15.  Judging from the results of a number of studies using
a diversity of approaches, in particular, two reports of the
Commonwealth Secretariat, the report of UNCTAD and the
reports of consultants that were submitted to the meeting,
the group concluded that:

               (a)     As a group small island developing States are
more vulnerable than other groups of developing countries;

               (b)     The vulnerability referred to is structural
vulnerability that depends on factors which are not under
the control of national authorities when the shocks occur;
the indicators should reflect exposure to shocks, that is to
say, their magnitude and their probability;
 
               (c)     A large number of possible indicators of
vulnerability can be conceived, but only those consistent
with the above definition of vulnerability should be used;
some structural handicaps cannot be considered as
vulnerability;

               (d)     Not all potentially relevant indicators can at
present be meaningfully included in a composite
vulnerability index because of constraints imposed by
insufficient data, the difficulty of quantifying some
indicators, and the need for simplicity.

16.  The expert group examined the conceptual relevance
and feasibility of a number of indicators in reflecting
structural economic and ecological vulnerability of
countries.
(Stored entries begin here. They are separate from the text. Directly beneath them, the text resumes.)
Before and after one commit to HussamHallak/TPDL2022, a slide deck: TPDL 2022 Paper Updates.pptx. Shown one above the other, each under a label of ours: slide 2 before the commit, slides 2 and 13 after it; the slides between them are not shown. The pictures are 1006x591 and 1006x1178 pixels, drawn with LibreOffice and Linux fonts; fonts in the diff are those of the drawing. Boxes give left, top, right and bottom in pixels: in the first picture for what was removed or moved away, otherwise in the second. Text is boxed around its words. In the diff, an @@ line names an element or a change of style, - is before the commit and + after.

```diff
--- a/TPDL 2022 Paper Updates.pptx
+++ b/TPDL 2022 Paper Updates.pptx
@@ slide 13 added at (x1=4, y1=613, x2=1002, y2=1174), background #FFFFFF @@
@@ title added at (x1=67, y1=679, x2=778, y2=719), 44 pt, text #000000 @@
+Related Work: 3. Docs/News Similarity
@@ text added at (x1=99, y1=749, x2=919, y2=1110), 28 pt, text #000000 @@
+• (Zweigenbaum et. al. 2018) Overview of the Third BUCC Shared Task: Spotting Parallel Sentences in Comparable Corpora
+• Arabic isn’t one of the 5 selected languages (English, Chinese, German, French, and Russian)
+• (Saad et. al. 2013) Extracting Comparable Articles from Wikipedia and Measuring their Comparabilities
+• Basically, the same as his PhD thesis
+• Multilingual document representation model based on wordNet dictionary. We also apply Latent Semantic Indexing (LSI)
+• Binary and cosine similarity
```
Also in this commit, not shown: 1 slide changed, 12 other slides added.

With regard to ecological vulnerability, the group
agreed that indices should reflect the relative susceptibility
of economies to damage caused by natural disasters and
relative susceptibility of the ecology of countries to damage
caused by anthropogenic activities or exogenous factors.
The former should reflect economic vulnerability induced
by the environment and the latter, ecological vulnerability.
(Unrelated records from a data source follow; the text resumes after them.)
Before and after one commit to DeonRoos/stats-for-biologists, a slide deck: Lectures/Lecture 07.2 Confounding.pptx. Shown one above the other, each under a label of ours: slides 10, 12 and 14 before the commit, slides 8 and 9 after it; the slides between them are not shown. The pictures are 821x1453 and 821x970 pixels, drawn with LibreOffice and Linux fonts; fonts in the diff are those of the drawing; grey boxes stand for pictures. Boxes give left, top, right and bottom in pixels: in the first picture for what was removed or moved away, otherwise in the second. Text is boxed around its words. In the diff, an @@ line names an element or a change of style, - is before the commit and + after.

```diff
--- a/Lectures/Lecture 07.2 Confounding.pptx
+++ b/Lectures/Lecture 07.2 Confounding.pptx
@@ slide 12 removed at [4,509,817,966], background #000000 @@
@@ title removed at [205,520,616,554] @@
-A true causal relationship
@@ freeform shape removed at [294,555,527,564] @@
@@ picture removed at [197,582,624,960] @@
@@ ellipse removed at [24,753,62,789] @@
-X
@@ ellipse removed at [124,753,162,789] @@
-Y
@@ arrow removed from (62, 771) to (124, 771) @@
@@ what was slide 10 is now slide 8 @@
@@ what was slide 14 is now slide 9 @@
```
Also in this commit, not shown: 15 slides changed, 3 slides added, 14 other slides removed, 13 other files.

17.  On the basis of the available data, the expert group
examined the impact of natural disasters on a number of
economic indicators and concluded that it would be useful
and feasible to consider the frequency of occurrence of
natural disasters weighted by the percentage of the
population affected.

18.  While the group recognized that an index of human
and economic loss due to natural disasters had been
recommended to the United Nations Commission on
Sustainable Development in August 1996, it felt that, at this
stage, such a broad index would not be operationally
feasible. The group suggested that efforts should continue
to undertake systematic assessments of the economic impact
of natural disasters which could eventually be used for this
purpose.

19.  Concerning other components of an economic
vulnerability index, exposure to trade shocks was
extensively discussed. It was agreed that openness to trade
(or any indicator based on trade/GDP ratio) should not be
considered per se as an indicator of vulnerability, but that
it could be considered as a weighting factor for measuring
the exposure to risk incurred by a country. The risk could
be proxied by a concentration coefficient of exports of
goods and services, and then possibly weighted or
multiplied by an export/GDP ratio. For instance, the
indicator could be  the ratio of the three leading exports of
goods and services to GDP taken as an average for a number
of years. This indicator could be complemented by an index
of instability of the exports of goods and services.
Remittances could be added to the value of goods and
services.

20.  It was suggested that, in its future work, UNCTAD
might consider the feasibility of including services in the
computation of the concentration index, as this would
increase its relevance to small island developing States and
other developing countries.

21.  The group expressed concern at the lack of data
needed to compute variables relevant to economic
vulnerability for many small island developing States, and
recommended that emphasis be given to filling those data
gaps.

22.  It was not possible to build a composite index of
ecological fragility, i.e. vulnerability of the ecosystem, to
anthropogenic activities or exogenous factors. It was
proposed, however, that work continue on the building of
such an index, taking into account a number of factors, such
as biodiversity, climate change and sea-level rise and
exposure to oil spills.

23.  As far as the vulnerability of small island developing
States is concerned, it was suggested that a set of data,
including time-series data for the separate indicators, should
be collected for each country -- and specifically requested
when data are missing -- in order to design a vulnerability
profile covering both economic and ecological aspects.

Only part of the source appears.